Ross Strictly: How a British Dance Show Became the World’s Favorite Spectator Sport of Schadenfreude
Ross Strictly and the Global Glitterball: How a British Dance-Off Became the Planet’s Favorite Guilty Pleasure
By our London Bureau Chief (who has seen empires fall but still can’t Cha-Cha)
LONDON—As the northern hemisphere slouches toward another winter of discontent, the United Nations Security Council has, predictably, failed to agree on anything beyond the catering menu. Meanwhile, 8,000 kilometers away in a draughty hangar on the Thames, the planet’s most improbable soft-power weapon is warming up: “Strictly Come Dancing,” affectionately shortened by tabloids and insomniac redditors to “Ross Strictly,” after the latest celebrity contestant whose surname nobody bothered to learn.
Yes, the same world that can’t coordinate carbon targets has somehow synchronized its Saturday nights. From Lagos living rooms to Reykjavík basements, viewers tune in not for the foxtrot itself—though the sight of a former cabinet minister attempting one is a close second—but for the exquisite public humiliation that follows. We are, after all, only human, and nothing unites the species like watching the mighty trip over their own egos in sequins.
How did this happen? Blame globalization’s perverse sense of humor. The BBC flogged the format to 60-odd territories faster than you can say “ballroom imperialism.” In Brazil it’s “Dança dos Famosos,” in China “舞林争霸,” and in Russia, where irony goes to die, it’s simply “Танцы со звёздами” (“Stars’ Last Dance Before Sanctions”). Each local variant exports the same basic ingredients: a disgraced politician, an ageing pop relic, and a professional dancer whose patience ought to qualify them for sainthood. The result is a planetary comfort blanket woven from schadenfreude and spandex.
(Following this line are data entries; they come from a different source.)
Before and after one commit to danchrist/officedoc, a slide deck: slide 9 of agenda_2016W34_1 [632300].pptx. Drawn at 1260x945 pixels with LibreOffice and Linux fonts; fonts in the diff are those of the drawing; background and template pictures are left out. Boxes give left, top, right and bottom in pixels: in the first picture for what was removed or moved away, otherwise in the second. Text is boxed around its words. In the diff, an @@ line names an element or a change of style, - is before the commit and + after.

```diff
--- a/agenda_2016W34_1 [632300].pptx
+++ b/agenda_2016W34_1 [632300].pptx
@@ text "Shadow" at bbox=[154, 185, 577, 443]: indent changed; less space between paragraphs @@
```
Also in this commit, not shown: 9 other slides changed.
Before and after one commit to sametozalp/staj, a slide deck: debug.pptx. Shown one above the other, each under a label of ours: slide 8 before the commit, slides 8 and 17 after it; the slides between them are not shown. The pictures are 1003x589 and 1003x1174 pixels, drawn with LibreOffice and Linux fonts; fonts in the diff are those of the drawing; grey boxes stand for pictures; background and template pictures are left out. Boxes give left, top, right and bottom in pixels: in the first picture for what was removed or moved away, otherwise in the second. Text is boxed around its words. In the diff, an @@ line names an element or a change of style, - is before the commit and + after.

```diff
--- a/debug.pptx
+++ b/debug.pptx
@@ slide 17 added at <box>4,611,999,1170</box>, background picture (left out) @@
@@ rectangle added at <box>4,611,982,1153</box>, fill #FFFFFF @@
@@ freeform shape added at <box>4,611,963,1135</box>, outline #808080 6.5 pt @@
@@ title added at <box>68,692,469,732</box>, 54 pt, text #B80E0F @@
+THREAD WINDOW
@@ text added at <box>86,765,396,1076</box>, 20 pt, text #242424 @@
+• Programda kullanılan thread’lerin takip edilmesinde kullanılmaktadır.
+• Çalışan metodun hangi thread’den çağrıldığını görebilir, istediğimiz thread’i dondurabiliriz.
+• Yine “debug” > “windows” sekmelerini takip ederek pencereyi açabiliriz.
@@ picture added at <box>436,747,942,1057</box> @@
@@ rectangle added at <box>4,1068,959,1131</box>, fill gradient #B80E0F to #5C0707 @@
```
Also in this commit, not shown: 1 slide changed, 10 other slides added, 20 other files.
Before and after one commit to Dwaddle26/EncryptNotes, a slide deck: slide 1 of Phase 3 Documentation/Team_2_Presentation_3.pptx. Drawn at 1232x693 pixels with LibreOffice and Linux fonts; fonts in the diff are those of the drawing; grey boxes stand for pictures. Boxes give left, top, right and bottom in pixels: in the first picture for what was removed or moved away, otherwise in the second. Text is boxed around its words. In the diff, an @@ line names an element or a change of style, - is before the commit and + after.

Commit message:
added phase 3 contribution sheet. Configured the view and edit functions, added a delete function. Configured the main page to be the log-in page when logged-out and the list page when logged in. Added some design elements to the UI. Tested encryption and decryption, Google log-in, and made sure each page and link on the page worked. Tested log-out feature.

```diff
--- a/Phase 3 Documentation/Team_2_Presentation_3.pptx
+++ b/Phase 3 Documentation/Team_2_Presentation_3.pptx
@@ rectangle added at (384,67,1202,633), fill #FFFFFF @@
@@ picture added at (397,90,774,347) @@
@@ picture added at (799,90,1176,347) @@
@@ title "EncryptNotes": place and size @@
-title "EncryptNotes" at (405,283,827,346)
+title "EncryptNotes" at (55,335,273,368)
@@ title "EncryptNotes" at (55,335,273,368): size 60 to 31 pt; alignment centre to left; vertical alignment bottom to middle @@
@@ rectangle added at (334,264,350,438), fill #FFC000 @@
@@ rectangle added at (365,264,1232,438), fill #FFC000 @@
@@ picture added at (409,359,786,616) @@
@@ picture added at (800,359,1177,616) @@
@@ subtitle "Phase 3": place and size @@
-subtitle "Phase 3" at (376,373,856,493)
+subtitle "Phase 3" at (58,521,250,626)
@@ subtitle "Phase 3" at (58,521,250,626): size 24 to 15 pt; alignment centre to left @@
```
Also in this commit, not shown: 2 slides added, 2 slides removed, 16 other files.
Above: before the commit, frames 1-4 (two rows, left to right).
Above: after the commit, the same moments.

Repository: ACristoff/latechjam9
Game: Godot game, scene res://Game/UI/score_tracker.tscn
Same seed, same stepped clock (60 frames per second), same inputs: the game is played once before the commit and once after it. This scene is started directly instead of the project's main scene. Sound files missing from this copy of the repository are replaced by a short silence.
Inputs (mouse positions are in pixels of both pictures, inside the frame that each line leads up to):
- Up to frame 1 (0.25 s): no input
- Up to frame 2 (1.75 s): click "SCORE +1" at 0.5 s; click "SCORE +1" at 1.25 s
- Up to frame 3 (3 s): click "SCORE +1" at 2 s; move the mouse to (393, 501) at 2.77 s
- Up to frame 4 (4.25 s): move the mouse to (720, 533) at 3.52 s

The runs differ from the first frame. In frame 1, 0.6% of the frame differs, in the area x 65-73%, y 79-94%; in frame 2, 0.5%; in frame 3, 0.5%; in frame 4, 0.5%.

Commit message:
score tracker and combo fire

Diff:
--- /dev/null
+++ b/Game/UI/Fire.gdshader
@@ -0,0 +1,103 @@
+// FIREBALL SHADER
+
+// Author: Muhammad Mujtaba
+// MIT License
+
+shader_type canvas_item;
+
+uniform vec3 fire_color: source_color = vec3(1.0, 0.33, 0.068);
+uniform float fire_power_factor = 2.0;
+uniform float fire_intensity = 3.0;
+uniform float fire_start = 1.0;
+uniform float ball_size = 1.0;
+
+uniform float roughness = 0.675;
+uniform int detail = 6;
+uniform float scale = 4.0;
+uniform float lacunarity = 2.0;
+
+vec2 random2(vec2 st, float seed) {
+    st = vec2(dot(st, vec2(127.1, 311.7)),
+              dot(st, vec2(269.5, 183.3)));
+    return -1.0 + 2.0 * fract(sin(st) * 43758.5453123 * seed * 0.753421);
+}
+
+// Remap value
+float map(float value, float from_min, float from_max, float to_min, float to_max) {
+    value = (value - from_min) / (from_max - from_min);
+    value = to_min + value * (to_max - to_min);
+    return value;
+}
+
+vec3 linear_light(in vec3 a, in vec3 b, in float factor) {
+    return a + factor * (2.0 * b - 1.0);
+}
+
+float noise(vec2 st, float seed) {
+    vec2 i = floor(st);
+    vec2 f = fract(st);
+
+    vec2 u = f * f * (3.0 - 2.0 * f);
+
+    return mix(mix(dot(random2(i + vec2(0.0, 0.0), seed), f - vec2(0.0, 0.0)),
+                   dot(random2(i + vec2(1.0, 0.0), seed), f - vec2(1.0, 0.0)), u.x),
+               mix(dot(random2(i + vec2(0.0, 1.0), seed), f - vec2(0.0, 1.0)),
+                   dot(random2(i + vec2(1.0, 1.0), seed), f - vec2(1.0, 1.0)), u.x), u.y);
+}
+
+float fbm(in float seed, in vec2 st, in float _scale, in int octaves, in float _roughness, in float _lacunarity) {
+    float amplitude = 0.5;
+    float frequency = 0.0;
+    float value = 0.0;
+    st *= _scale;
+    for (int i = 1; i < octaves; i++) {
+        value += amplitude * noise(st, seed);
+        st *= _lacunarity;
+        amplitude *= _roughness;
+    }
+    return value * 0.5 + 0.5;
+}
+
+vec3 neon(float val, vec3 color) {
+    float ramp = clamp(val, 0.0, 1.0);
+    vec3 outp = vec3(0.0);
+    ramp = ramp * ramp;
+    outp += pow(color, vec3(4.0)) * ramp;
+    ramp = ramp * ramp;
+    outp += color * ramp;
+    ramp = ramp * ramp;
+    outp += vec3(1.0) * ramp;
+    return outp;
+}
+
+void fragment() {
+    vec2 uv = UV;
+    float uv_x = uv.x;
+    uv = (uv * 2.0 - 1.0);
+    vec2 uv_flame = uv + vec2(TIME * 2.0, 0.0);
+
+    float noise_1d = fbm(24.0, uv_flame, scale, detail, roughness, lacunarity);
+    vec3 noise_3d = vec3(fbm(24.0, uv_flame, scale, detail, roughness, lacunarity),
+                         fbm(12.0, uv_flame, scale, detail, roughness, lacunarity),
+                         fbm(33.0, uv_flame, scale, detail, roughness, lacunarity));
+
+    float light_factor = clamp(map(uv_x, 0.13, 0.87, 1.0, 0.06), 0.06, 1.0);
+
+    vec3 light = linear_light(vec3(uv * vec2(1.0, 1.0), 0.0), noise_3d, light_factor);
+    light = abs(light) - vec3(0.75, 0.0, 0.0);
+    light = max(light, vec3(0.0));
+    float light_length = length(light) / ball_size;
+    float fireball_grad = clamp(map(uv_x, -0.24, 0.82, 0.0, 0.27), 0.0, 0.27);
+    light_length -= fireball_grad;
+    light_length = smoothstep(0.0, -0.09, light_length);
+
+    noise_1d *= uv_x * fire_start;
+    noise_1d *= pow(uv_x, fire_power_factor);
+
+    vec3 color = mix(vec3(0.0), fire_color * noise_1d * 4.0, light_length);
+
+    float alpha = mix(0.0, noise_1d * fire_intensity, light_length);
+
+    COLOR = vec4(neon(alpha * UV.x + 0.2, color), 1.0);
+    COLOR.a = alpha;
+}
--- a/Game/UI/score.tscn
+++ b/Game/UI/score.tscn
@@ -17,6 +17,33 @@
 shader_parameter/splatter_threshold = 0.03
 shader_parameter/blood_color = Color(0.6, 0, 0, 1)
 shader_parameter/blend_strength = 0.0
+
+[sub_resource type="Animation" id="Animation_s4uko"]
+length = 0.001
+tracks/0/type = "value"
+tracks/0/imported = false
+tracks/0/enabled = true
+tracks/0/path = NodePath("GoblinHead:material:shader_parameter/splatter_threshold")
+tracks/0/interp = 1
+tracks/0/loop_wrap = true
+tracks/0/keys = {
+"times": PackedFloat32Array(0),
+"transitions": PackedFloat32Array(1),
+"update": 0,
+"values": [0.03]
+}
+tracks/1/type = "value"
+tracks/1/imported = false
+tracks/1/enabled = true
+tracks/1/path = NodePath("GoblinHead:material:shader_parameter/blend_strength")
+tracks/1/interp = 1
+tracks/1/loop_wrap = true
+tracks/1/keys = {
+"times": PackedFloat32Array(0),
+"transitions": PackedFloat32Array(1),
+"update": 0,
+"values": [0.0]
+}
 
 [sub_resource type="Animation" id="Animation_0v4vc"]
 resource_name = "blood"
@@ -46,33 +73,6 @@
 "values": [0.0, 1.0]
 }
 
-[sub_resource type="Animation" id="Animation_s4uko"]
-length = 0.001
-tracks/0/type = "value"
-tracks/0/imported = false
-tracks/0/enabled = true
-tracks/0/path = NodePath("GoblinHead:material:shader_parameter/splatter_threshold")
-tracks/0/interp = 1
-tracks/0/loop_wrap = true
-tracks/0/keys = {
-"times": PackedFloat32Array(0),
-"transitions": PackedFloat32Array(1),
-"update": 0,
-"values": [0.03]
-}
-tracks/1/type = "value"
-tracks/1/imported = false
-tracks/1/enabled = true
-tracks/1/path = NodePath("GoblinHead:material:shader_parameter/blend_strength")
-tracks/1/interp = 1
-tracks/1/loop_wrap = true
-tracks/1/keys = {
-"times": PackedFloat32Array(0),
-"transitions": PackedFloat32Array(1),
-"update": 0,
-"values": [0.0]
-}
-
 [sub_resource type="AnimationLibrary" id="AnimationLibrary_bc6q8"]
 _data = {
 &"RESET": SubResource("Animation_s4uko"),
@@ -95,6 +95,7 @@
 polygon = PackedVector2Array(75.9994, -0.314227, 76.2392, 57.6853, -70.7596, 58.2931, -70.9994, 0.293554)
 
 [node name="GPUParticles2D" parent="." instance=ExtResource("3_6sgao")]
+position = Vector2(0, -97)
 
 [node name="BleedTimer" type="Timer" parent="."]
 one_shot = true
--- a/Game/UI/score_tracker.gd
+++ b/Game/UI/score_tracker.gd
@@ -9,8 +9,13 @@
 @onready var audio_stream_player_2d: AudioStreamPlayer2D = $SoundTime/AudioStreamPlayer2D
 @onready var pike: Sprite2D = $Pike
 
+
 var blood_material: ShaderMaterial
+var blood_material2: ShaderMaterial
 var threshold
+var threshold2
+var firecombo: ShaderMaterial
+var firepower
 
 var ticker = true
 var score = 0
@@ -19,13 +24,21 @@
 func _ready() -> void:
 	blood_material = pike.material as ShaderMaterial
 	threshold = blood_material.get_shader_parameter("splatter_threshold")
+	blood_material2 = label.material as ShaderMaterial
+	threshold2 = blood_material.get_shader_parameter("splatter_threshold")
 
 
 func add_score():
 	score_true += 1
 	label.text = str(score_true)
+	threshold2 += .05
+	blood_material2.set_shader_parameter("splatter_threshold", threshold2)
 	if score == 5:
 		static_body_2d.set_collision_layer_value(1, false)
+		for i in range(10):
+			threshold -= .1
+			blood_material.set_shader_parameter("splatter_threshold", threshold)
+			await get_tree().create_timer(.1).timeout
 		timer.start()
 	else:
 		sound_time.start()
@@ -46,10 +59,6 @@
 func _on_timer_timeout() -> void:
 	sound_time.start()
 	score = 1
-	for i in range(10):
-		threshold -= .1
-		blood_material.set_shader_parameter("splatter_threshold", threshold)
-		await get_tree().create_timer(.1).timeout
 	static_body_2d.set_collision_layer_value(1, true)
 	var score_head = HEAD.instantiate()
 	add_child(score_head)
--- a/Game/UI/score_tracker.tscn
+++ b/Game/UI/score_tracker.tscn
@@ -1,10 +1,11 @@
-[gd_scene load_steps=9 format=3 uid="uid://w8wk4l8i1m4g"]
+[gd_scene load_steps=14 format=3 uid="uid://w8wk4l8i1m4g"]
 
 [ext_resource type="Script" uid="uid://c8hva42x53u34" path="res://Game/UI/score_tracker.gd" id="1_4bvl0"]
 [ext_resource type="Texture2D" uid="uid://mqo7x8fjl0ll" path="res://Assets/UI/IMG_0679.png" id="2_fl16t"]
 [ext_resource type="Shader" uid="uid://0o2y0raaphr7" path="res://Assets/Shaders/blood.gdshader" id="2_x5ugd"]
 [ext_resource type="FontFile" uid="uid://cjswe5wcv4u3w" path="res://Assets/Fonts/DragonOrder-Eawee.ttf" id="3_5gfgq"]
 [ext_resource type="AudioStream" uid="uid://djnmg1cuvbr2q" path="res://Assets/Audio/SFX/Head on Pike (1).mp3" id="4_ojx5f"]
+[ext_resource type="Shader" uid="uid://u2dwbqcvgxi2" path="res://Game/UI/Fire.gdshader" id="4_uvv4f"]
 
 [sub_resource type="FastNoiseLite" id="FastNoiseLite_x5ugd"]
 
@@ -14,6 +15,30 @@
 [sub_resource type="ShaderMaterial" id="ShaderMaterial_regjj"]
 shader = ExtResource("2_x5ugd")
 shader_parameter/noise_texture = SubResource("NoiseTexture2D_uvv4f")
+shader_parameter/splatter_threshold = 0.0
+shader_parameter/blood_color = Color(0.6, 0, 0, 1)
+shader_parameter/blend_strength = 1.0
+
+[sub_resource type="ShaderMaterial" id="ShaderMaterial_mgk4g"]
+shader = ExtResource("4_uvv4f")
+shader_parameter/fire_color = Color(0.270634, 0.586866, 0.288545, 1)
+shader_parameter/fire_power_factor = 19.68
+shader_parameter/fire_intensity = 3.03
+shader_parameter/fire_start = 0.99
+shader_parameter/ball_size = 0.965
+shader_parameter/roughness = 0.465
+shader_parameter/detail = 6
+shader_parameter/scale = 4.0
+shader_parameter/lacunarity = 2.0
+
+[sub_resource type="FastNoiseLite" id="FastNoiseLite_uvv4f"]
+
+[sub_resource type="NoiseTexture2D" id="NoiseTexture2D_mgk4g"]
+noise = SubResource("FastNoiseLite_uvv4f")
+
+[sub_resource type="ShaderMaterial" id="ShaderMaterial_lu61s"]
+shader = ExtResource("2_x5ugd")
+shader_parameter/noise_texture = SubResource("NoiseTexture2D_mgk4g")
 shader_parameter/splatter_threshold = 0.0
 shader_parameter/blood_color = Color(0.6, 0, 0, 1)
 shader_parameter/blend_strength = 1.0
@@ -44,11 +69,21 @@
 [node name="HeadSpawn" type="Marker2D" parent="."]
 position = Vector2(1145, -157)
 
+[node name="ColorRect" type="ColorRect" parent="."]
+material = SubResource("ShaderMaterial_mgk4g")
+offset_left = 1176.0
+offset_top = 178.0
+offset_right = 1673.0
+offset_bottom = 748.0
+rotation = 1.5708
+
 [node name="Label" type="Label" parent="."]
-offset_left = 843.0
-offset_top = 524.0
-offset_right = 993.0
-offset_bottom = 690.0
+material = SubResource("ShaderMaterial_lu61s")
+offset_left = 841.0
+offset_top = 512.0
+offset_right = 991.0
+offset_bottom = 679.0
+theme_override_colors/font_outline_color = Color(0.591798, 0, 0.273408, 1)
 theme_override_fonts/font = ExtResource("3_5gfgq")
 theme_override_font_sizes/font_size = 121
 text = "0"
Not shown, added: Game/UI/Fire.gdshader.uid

Ross—let’s call him that because his real name is Ross Something-or-Other, a minor actor from a soap you’ve never heard of—has become the show’s latest geopolitical Rorschach test. In Britain he’s pilloried for undercooked samba rolls; in Germany he’s hailed as a post-Brexit cautionary tale; on TikTok his botched lifts are remixed with K-pop and dubbed “Westphalian Surrender.” The algorithm, like God, works in mysterious ways.
But the stakes are higher than glitter. Consider the data: the show’s global audience is now larger than the population of the European Union. Advertisers from Seoul to São Paulo buy slots at London prime-time prices, confident that nothing says “dependable brand values” like a former child star weeping into a spray tan. Economists at Goldman Sachs—who apparently moonlight as tango aficionados—estimate the franchise adds 0.02% to global GDP, roughly the output of Iceland. If that sounds trivial, remember Iceland once brought down a British government over cod; sequins are at least less slippery.
Diplomats, ever the last to spot a trend, have begun weaponizing the craze. At last month’s G20, the UK delegation reportedly offered Argentina a cameo slot in exchange for softer language on Falklands sovereignty. The talks collapsed when Buenos Aires demanded equal billing for a Malvinas-themed Paso Doble. Meanwhile, Beijing’s state broadcaster airs a bowdlerized version where judges award “social harmony points” instead of scores, proving that even totalitarianism can’t resist a quickstep.
Back in the studio, Ross soldiers on, gamely pretending that mastering the Viennese waltz is more pressing than the cost-of-living crisis. Viewers from 190 countries lean in, united by the delicious certainty that someone, somewhere, is about to face-plant in rhinestones. It’s not quite world peace, but in an era when nuclear powers trade threats on Twitter, a collective gasp at a botched pivot turn feels like progress.
And so, as COP28 delegates argue over commas in Dubai, Ross Strictly shimmies on, an accidental ambassador for humanity’s baser instincts: hope, envy, and the eternal desire to see the powerful look ridiculous. The globe may be warming, currencies collapsing, and democracies misfiring, but give us a man in Cuban heels attempting a rumba and we’ll happily hit pause on the apocalypse—for ninety disco-lit minutes, at least.
Because if we’re going down, we might as well do it to a salsa beat.